**TASK TO COMPLETE**: All of the data goes into your copy exactly as written. Images do not.
· · ·
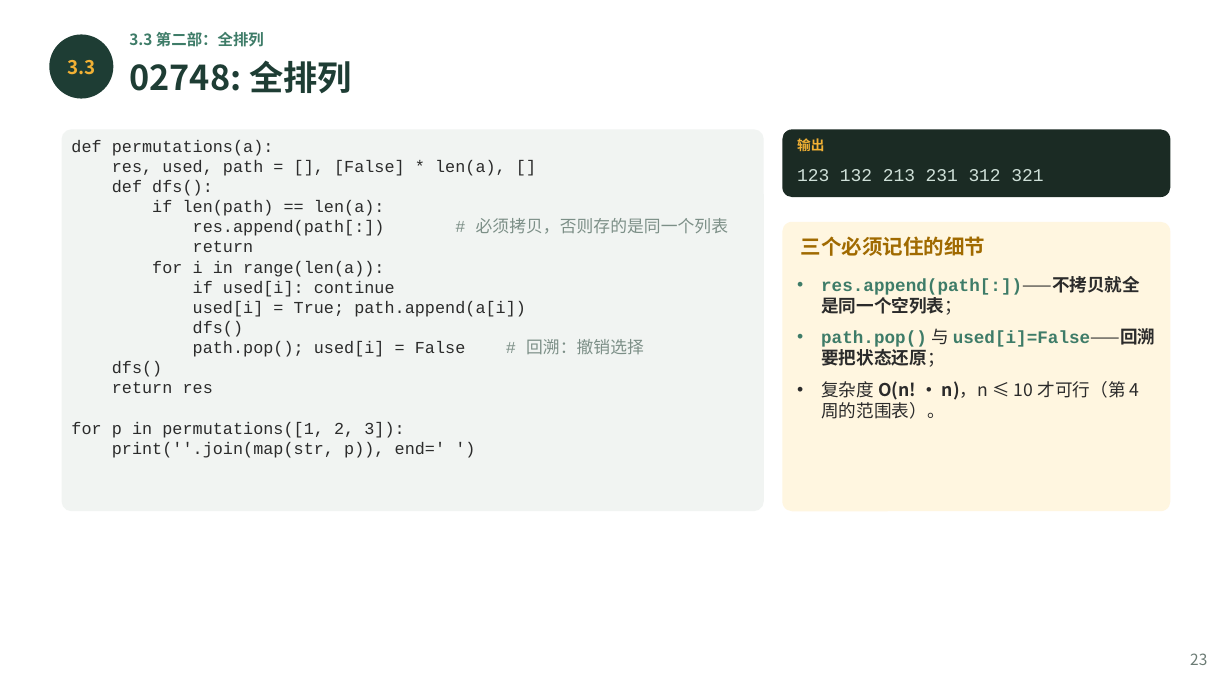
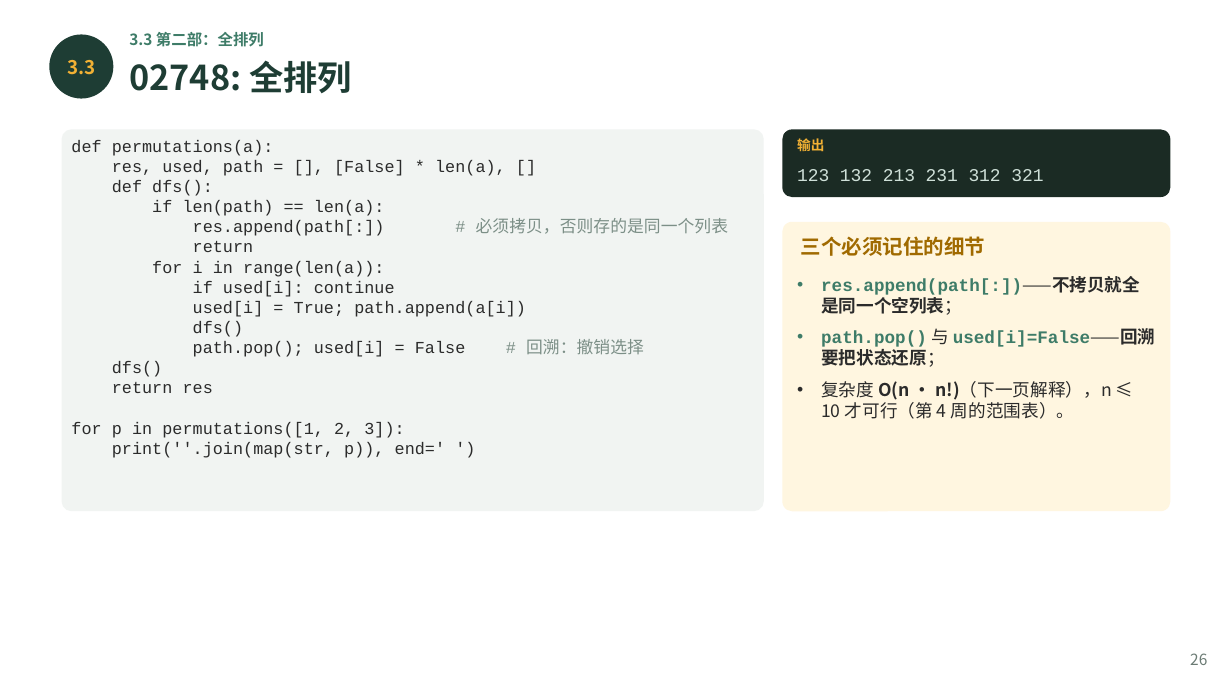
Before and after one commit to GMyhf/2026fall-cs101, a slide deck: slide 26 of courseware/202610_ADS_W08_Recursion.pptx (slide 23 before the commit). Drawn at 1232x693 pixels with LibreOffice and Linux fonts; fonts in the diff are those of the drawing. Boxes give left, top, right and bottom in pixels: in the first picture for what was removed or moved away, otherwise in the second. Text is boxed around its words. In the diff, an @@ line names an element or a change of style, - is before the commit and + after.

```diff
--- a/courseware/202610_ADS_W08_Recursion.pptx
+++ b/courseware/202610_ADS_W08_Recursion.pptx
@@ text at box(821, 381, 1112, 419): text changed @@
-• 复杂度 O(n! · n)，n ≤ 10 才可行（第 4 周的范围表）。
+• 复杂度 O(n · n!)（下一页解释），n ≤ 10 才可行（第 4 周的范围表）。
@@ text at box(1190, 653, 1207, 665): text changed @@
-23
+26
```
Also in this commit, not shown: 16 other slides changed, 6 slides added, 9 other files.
· · ·
**ANSWER BOX**:
Before and after one commit to GMyhf/2026fall-cs101, a slide deck: slide 26 of courseware/202610_ADS_W08_Recursion.pptx (slide 23 before the commit). Drawn at 1232x693 pixels with LibreOffice and Linux fonts; fonts in the diff are those of the drawing. Boxes give left, top, right and bottom in pixels: in the first picture for what was removed or moved away, otherwise in the second. Text is boxed around its words. In the diff, an @@ line names an element or a change of style, - is before the commit and + after.

```diff
--- a/courseware/202610_ADS_W08_Recursion.pptx
+++ b/courseware/202610_ADS_W08_Recursion.pptx
@@ text at box(821, 381, 1112, 419): text changed @@
-• 复杂度 O(n! · n)，n ≤ 10 才可行（第 4 周的范围表）。
+• 复杂度 O(n · n!)（下一页解释），n ≤ 10 才可行（第 4 周的范围表）。
@@ text at box(1190, 653, 1207, 665): text changed @@
-23
+26
```
Also in this commit, not shown: 16 other slides changed, 6 slides added, 9 other files.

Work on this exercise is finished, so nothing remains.